With the prospect of a possible life-without-parole sentence, a Toledo man on trial for aggravated murder entered an Alford plea Tuesday to murder with a firearm specification.
Telly Hopings, Jr., 24, of the 1300 block of Palmetto Avenue was then found guilty by Lucas County Common Pleas Judge Gary Cook, who immediately sentenced him to life in prison with parole eligibility after he serves 18 years.
Hopings shot to death Eugene Blackman, 36, in the alley behind Lyric's Lounge, 704 W. Sylvania Ave., on May 8, 2016.
In an Alford plea, a defendant does not admit to committing a crime, but acknowledges evidence is sufficient for a conviction that could result in a more severe sentence.
Shirlisa Blackman, the victim's cousin, told the court she wasn't sure if she was happy that the case, which had drug on for nearly two years, was finally resolved.
“For almost two years we've dealt with continuance after continuance,” she said. “For almost two years, myself and my family had to come in this room and live through constant reminders of the hurt Telly caused on Mother's Day, 2016.”

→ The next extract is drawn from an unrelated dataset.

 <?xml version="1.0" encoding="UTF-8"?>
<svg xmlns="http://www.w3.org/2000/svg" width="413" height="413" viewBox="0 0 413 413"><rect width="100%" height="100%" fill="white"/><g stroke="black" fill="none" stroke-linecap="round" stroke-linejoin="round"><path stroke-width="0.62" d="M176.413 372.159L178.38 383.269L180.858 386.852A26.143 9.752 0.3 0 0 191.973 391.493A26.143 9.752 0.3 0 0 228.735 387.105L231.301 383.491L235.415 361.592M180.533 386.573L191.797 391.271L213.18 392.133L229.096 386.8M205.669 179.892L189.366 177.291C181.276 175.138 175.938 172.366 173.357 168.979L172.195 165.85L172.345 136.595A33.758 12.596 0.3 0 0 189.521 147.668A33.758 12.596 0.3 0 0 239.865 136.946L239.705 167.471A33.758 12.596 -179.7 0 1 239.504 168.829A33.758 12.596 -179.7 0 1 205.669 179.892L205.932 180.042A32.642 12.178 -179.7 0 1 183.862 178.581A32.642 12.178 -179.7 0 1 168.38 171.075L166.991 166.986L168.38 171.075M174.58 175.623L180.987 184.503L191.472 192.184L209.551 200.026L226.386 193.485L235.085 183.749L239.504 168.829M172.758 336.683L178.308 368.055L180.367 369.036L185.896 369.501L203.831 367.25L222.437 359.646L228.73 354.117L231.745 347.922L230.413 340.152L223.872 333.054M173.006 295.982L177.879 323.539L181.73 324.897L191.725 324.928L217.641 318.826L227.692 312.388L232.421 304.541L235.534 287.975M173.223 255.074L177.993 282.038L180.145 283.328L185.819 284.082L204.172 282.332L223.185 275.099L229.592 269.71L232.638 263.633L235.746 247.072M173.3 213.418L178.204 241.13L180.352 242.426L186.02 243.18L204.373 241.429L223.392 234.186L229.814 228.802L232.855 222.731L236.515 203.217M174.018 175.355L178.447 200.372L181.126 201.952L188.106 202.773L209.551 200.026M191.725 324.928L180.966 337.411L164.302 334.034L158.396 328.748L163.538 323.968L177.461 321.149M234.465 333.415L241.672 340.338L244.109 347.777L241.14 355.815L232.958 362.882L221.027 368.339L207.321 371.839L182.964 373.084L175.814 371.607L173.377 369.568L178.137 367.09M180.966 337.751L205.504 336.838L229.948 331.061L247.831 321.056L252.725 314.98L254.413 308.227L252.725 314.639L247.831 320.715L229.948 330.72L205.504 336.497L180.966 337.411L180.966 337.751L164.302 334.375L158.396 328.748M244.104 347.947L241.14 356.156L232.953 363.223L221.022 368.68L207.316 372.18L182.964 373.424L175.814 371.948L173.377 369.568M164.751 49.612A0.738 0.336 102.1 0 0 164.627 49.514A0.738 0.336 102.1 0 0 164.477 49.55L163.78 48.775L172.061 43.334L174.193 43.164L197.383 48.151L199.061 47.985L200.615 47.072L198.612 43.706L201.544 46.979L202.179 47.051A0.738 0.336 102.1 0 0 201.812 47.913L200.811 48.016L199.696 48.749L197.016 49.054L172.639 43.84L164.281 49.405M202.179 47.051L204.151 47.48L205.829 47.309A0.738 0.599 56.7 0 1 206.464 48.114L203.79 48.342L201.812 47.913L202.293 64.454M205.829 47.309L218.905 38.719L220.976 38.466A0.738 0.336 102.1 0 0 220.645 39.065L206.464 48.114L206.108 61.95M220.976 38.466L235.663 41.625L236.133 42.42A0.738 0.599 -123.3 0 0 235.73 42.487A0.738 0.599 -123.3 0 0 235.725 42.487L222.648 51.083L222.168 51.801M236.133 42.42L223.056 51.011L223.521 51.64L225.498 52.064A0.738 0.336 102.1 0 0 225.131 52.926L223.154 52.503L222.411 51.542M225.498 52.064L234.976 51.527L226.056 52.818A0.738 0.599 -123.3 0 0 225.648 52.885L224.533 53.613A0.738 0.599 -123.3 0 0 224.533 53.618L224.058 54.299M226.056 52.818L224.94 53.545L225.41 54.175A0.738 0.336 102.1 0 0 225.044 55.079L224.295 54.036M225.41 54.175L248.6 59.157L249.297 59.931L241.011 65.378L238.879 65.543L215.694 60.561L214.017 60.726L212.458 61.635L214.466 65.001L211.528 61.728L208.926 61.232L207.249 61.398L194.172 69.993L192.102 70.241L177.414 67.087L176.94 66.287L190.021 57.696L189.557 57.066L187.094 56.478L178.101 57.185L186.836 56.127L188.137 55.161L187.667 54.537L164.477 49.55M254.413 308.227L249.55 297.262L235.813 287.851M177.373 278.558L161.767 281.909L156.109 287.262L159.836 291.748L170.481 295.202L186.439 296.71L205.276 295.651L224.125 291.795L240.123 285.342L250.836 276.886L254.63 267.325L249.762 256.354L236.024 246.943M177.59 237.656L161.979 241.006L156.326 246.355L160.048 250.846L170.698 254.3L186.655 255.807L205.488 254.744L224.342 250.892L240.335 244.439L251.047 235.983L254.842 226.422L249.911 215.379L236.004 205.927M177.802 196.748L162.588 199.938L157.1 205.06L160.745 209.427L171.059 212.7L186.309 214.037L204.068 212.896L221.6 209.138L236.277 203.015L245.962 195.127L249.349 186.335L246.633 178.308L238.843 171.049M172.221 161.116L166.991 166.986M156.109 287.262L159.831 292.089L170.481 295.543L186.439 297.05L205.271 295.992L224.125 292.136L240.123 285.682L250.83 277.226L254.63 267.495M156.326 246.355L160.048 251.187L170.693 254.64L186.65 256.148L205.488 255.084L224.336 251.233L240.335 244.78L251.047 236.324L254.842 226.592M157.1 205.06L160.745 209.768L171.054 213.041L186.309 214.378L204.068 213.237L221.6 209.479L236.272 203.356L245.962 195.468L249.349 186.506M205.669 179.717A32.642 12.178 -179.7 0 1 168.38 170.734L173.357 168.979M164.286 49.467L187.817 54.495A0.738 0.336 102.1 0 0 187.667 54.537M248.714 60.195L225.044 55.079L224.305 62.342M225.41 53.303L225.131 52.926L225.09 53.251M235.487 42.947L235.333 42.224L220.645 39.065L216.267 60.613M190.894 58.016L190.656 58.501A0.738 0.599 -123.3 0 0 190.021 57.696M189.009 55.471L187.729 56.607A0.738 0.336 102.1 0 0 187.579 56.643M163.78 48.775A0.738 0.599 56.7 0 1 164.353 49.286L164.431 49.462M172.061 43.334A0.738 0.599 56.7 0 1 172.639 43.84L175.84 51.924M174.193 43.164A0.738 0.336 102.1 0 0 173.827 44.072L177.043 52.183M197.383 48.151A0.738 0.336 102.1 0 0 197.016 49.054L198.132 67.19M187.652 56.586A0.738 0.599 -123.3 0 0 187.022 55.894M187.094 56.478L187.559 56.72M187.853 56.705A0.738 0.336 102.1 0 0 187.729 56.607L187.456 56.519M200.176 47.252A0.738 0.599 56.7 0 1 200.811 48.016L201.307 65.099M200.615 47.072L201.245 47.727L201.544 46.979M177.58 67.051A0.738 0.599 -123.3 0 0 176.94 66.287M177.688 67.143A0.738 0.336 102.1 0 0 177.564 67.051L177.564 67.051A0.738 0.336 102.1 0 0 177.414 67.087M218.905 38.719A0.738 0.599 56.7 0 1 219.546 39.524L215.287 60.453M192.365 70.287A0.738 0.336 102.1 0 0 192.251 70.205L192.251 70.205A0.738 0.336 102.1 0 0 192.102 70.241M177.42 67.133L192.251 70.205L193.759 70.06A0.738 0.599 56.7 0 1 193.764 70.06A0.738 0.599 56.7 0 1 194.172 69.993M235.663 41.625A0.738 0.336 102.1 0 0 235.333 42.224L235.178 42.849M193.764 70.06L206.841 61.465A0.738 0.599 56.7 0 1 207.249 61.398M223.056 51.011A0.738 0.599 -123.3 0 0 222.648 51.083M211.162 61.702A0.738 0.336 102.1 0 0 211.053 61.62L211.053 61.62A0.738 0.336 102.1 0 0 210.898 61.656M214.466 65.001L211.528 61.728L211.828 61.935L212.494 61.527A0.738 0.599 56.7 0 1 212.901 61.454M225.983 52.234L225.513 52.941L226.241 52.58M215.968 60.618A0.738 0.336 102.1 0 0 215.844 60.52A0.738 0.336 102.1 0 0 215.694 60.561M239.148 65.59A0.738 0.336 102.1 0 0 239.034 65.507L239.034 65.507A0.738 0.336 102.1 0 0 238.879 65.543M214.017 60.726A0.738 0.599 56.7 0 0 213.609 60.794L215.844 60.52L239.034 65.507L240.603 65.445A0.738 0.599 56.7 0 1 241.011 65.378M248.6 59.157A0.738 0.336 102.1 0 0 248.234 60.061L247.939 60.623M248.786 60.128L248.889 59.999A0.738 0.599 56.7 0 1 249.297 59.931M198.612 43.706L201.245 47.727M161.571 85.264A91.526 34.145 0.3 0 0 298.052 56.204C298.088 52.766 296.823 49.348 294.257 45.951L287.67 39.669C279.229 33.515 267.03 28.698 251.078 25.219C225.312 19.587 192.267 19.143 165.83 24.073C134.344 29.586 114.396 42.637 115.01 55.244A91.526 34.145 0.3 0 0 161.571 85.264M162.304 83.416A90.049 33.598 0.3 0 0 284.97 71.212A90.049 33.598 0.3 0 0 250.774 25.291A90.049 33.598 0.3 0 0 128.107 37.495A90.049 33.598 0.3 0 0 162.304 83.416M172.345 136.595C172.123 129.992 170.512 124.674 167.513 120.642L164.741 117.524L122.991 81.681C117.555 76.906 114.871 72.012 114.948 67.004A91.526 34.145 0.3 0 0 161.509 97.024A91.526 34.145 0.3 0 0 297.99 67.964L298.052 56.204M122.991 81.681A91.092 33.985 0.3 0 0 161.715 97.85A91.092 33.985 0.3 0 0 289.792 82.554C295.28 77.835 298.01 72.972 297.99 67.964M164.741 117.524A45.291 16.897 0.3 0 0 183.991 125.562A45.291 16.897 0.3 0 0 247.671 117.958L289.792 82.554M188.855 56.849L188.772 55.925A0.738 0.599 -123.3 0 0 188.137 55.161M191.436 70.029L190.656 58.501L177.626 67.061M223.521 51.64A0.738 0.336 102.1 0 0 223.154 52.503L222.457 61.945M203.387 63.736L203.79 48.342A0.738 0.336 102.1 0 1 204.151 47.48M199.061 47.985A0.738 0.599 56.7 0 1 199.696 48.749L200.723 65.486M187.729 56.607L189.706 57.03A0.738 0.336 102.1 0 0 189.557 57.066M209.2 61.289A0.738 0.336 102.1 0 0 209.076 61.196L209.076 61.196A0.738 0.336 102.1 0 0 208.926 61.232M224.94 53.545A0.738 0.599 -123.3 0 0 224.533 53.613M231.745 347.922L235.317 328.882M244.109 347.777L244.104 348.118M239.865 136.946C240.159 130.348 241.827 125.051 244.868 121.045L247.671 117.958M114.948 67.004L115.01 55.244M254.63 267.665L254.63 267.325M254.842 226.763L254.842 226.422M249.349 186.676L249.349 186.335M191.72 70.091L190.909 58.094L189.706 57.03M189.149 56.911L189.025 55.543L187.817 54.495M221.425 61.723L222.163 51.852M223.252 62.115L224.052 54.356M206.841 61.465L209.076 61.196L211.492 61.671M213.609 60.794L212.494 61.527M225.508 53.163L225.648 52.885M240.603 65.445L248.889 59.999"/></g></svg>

Brian Boos, an assistant county prosecutor, told the court Hopings walked past Mr. Blackman as he was speaking to a woman in her vehicle behind the bar just after 2 a.m. Hopings paced back and forth before firing five shots at Mr. Blackman, four of which struck him and killed him.
Mr. Boos said Hopings then led police on a lengthy, high-speed chase, discarding the murder weapon along the way.
Hopings, who kept his head down and spoke in a barely audible voice, apologized to Mr. Blackman's family and to his own family.
“Words can't even express my sincerity,” he said slowly.
Defense attorney Ronnie Wingate told the court Hopings was diagnosed with post-traumatic stress disorder stemming from the March 16, 2016, murder of his cousin, Ronnie Hopings. On the day that Hopings shot Mr. Blackman, Mr. Wingate said, Hopings “was delusional, delusional to the extent that he believed, whether correctly or incorrectly, that Mr. Blackman was a part of, if not the instrument of, the death of his cousin. That was his belief.”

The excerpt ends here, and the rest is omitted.